Die form- und fristgerecht eingelegte Beschwerde ist zulässig und auch begründet. Der Beschluss des SG ist aufzuheben und dem Kläger ist für das erstinstanzliche Verfahren Prozesskostenhilfe ohne Ratenzahlung zu bewilligen.

Von einer hinreichenden Erfolgsaussicht ist auszugehen. Diese ist sowohl bezüglich der Zulässigkeit als auch der Begründetheit der Klage gegeben.

Auf dem Widerspruchsbescheid vom 25.03.2010 findet sich kein Absendevermerk der Poststelle der Beklagten. Der Stempel durch den Ersteller des Bescheides, der diesen dann erst zur Poststelle weiterleitet, genügt hierfür nicht. Damit greift die Fiktion des § 37 Abs 2 Satz 1 SGB X nicht ein (vgl. hierzu: BayLSG, Urteil vom 06.05.2009 -
L 20 R 250/06 - veröffentlicht in juris). Tatsächlich bekanntgegeben ist der Bescheid damit am 29.03.2010, wie vom Klägerbevollmächtigten auf dem von ihm im Rahmen des Klageverfahrens übersandten Widerspruchsbescheid vermerkt, denn die Beklagte kann einen früheren Zugang bislang nicht zweifelsfrei nachweisen. Dafür genügt auch der Sendungsnachweis der Main-Brief Logistik GmbH noch nicht; es ist bisher nicht zu erkennen, ob es sich bei dem ausgestellten Sendungsnachweis um den den streitgegenständlichen Widerspruchsbescheid betreffenden Nachweis handelt, zumal am 25.03.2010 ein weiterer Widerspruchsbescheid an den Klägerbevollmächtigten gesandt wurde und ggf. auch weitere Schreiben der Beklagten an diesen gerichtet waren. Auch wenn für die Prüfung der Zulässigkeitsvoraussetzungen der Klage in der Regel der sog. Freibeweis gilt (vgl. Keller in Meyer-Ladewig/Keller/ Leitherer, SGG, 9.Aufl, vor § 51 Rdnr 20), durfte die angebotene Zeugin nicht vom SG unberücksichtigt bleiben, denn es bestehen noch Zweifel am Zugang bzw. an der Bekanntgabe - um eine förmliche Zustellung handelte es sich nicht - des allein streitgegenständlichen Widerspruchsbescheides.
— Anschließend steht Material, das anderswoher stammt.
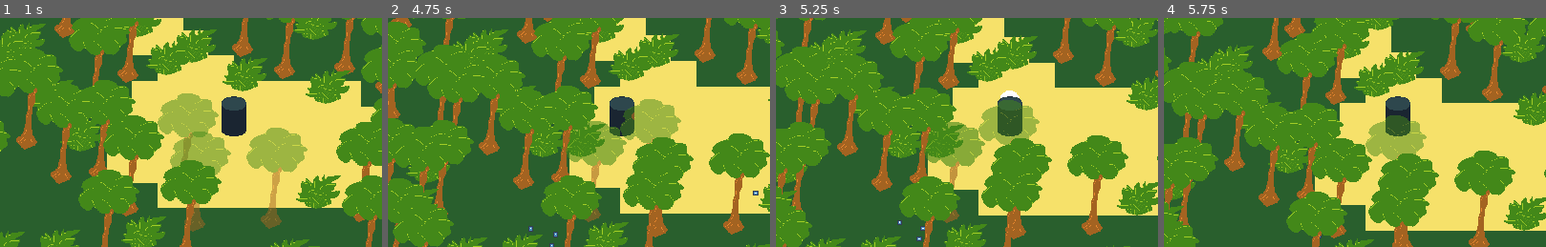
Above: before the commit, frames 1-4 (left to right).
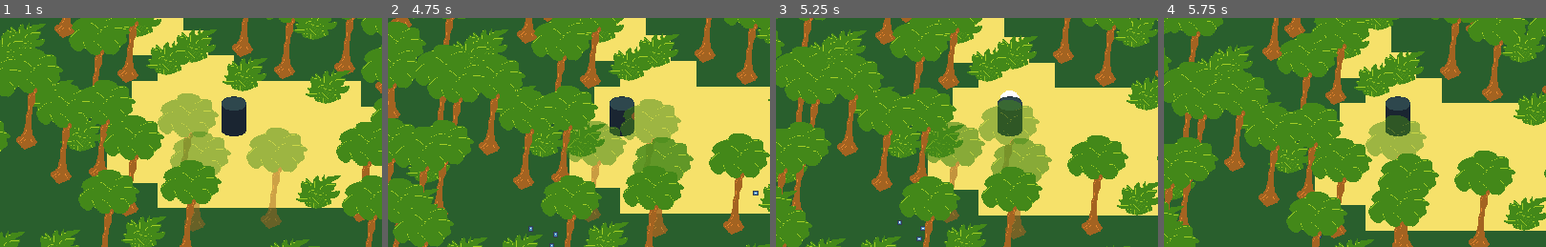
Above: after the commit, the same moments.

Repository: gamkedo-la/Jungle-Adventure
Game: Godot game, scene res://World.tscn
The game is run twice, just before and just after one commit, with the same random seed, the same clock (stepped at 60 frames per second) and the same inputs. The engine's default icon, where the game draws it, is replaced by a stand-in: a white triangle on a blue panel in a dark square.
Inputs:
- Up to frame 1 (1 s): hold Up (ui_up) from 0.53 s (still down); tap C (action) at 0.6 s
- Up to frame 2 (4.75 s): tap C (action) every 0.75 s from 1.35 to 4.35 s; release Up (ui_up) at 2.03 s; hold Left (ui_left) 2.03-3.53 s; hold Down (ui_down) 3.53-4.28 s; hold Right (ui_right) from 4.28 s (still down)
- Up to frame 3 (5.25 s): release Right (ui_right) at 5.03 s; hold Up (ui_up) from 5.03 s (still down); tap C (action) at 5.1 s
- Up to frame 4 (5.75 s): keep holding Up (ui_up)
The pictures show only the part of the screen within x 19-69%, y 26-76%; the shares and areas given below are measured in that part.

Frame 1 is identical in both runs. In frame 2, 1.5% of the frame differs, in the area x 64-80%, y 52-94%; in frame 3, 2.1%, in the area x 56-73%, y 52-97%; in frame 4, nothing differs.

Commit message:
Fixes issues when trigger transparent tree from bottom
- shortens render box to be just above tree hitbox

Diff:
--- a/Plant/Temp-Tree.tscn
+++ b/Plant/Temp-Tree.tscn
@@ -112,8 +112,8 @@
 "values": [ Color( 1, 1, 1, 1 ), Color( 1, 1, 1, 0.501961 ) ]
 }
 
-[sub_resource type="RectangleShape2D" id=4]
-extents = Vector2( 96, 128 )
+[sub_resource type="RectangleShape2D" id=6]
+extents = Vector2( 96, 99 )
 
 [node name="Temp-Tree" type="StaticBody2D"]
 script = ExtResource( 2 )
@@ -144,11 +144,10 @@
 shape = SubResource( 1 )
 
 [node name="RenderArea2D" type="Area2D" parent="."]
-visible = false
 
 [node name="CollisionShape2D" type="CollisionShape2D" parent="RenderArea2D"]
-position = Vector2( 8, -97 )
-shape = SubResource( 4 )
+position = Vector2( 8, -127 )
+shape = SubResource( 6 )
 [connection signal="area_entered" from="Area2D" to="." method="_on_Area2D_area_entered"]
 [connection signal="body_entered" from="RenderArea2D" to="." method="_on_RenderArea2D_body_entered"]
 [connection signal="body_exited" from="RenderArea2D" to="." method="_on_RenderArea2D_body_exited"]
--- a/Plant/plant.gd
+++ b/Plant/plant.gd
@@ -24,10 +24,10 @@
 
 
 func _on_RenderArea2D_body_entered(body):
-	if body.name == "Player" and body.position.y < self.position.y:
+	if body.name == "Player":
 		animationPlayer.play("Transparent")
 
 
 func _on_RenderArea2D_body_exited(body):
-	if body.name == "Player" and body.position.y < self.position.y:
+	if body.name == "Player":
 		animationPlayer.play("Opaque")
Not shown: 2 places in Plant/Temp-Tree.tscn that only renumber resources

Hinreichende Erfolgsaussicht besteht auch bezüglich der Höhe der zu tragenden Kosten, denn der Kläger hat im Rahmen des konkreten Widerspruchsverfahrens allein die Aufhebung des Bescheides vom 14.12.2009 erreichen wollen und dies mit seinem Widerspruch auch voll umfänglich erreicht. Es ist dem Widerspruchsbescheid auch nicht zu entnehmen, welches Widerspruchsbegehren im Übrigen zurückgewiesen worden ist.

Nach alledem war auf die Beschwerde hin der Beschluss des SG aufzuheben und dem Kläger Prozesskostenhilfe ohne Ratenzahlung zu bewilligen. Dieser bezieht nach telefonischer Auskunft der Beklagten auch z.Z. noch Leistungen nach dem SGB II zumindest als sog. Aufstocker.

Dieser Beschluss ergeht kostenfrei und ist unanfechtbar (§ 177 SGG).